§ **Entries supplied**

==================================================

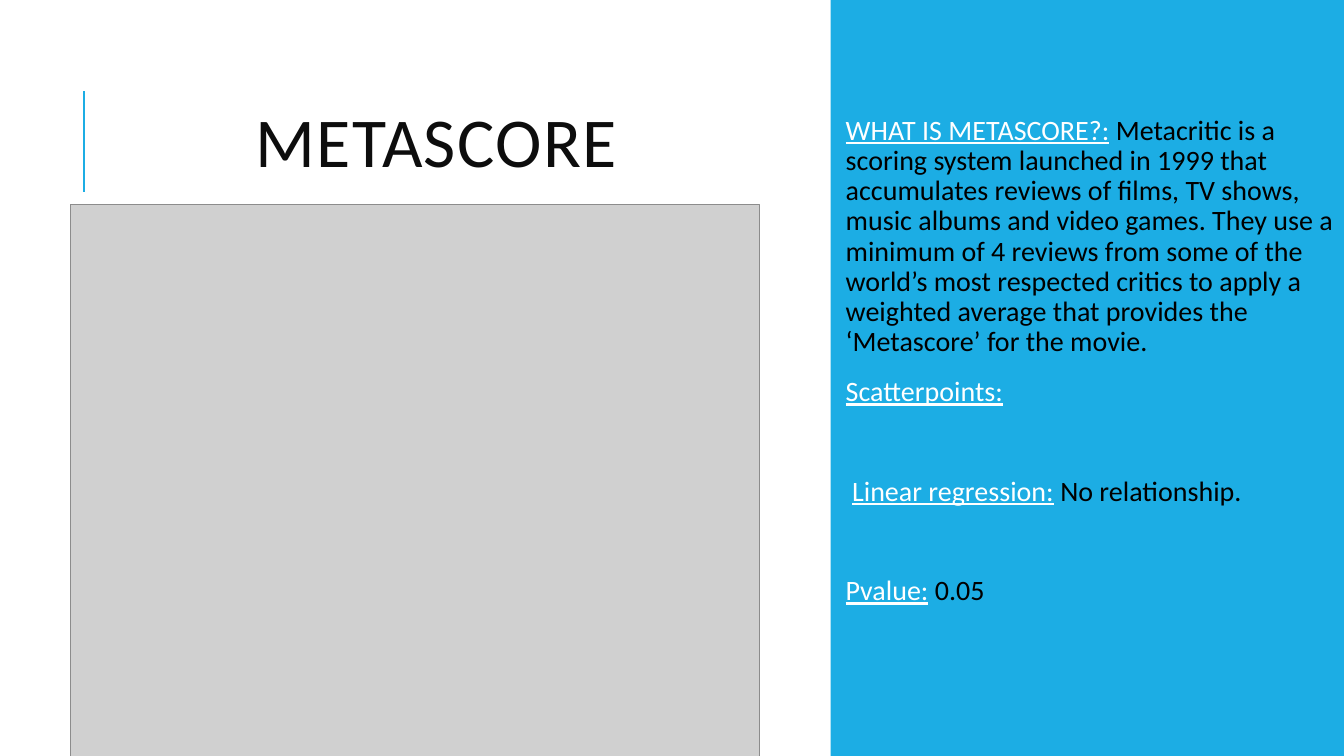
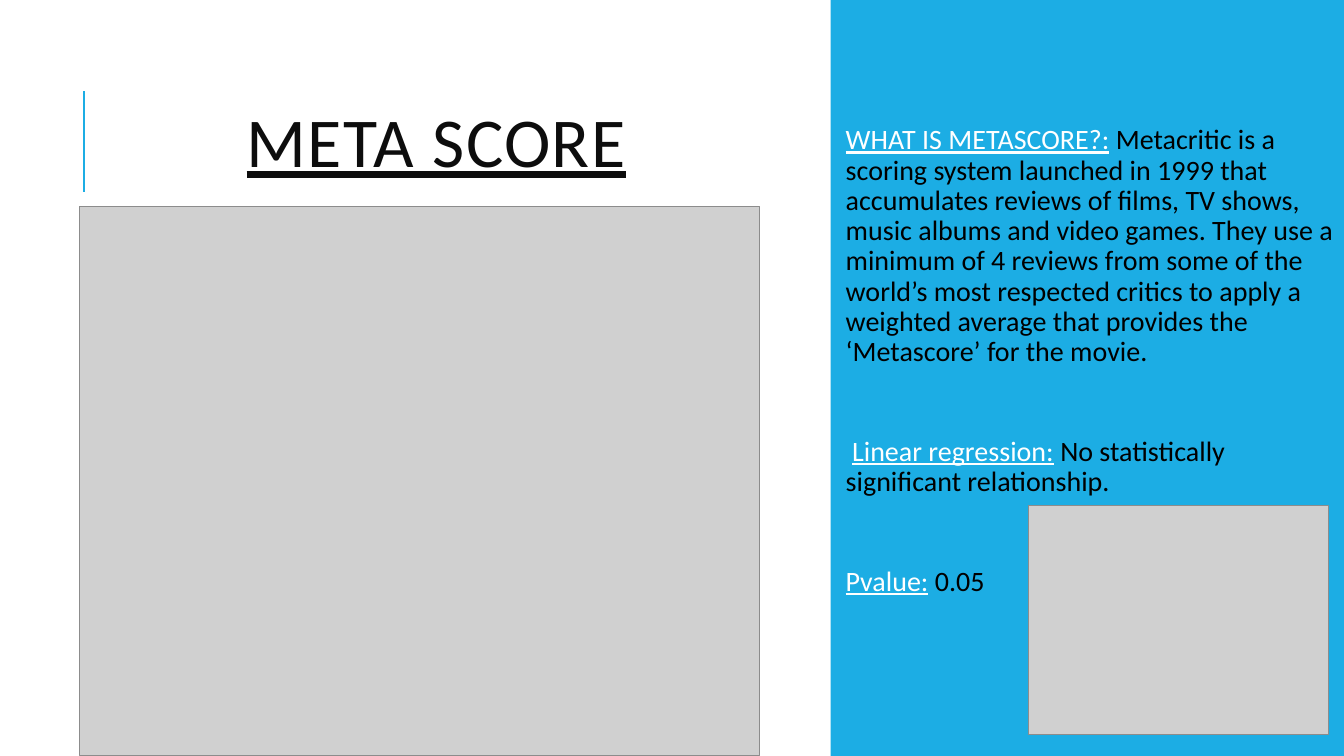
Before and after one commit to Abby-Boulter/Project1, a slide deck: slide 3 of data/Project 1 Presentation.pptx (slide 2 before the commit). Drawn at 1344x756 pixels with LibreOffice and Linux fonts; fonts in the diff are those of the drawing; grey boxes stand for pictures. Boxes give left, top, right and bottom in pixels: in the first picture for what was removed or moved away, otherwise in the second. Text is boxed around its words. In the diff, an @@ line names an element or a change of style, - is before the commit and + after.

Commit message:
final presentation

```diff
--- a/data/Project 1 Presentation.pptx
+++ b/data/Project 1 Presentation.pptx
@@ title at bbox=[247, 121, 625, 178]: spaces changed @@
-METASCORE
+META SCORE
@@ picture: place and size @@
-picture at bbox=[71, 205, 759, 756]
+picture at bbox=[80, 206, 760, 756]
@@ text at bbox=[846, 441, 1224, 496]: text changed; text colour #FFFFFF to #000000 @@
-  Scatterpoints:
-  Linear regression: No relationship.
+  Linear regression: No statistically significant relationship.
@@ picture added at bbox=[1029, 505, 1329, 734] @@
```
Also in this commit, not shown: 4 other slides changed, 1 slide added, 1 slide removed, 5 other files.

==================================================

§ **What is being asked**
Among the entries, copy every line containing the word "Linear".

§ **Your response**
-  Linear regression: No relationship.
+  Linear regression: No statistically significant relationship.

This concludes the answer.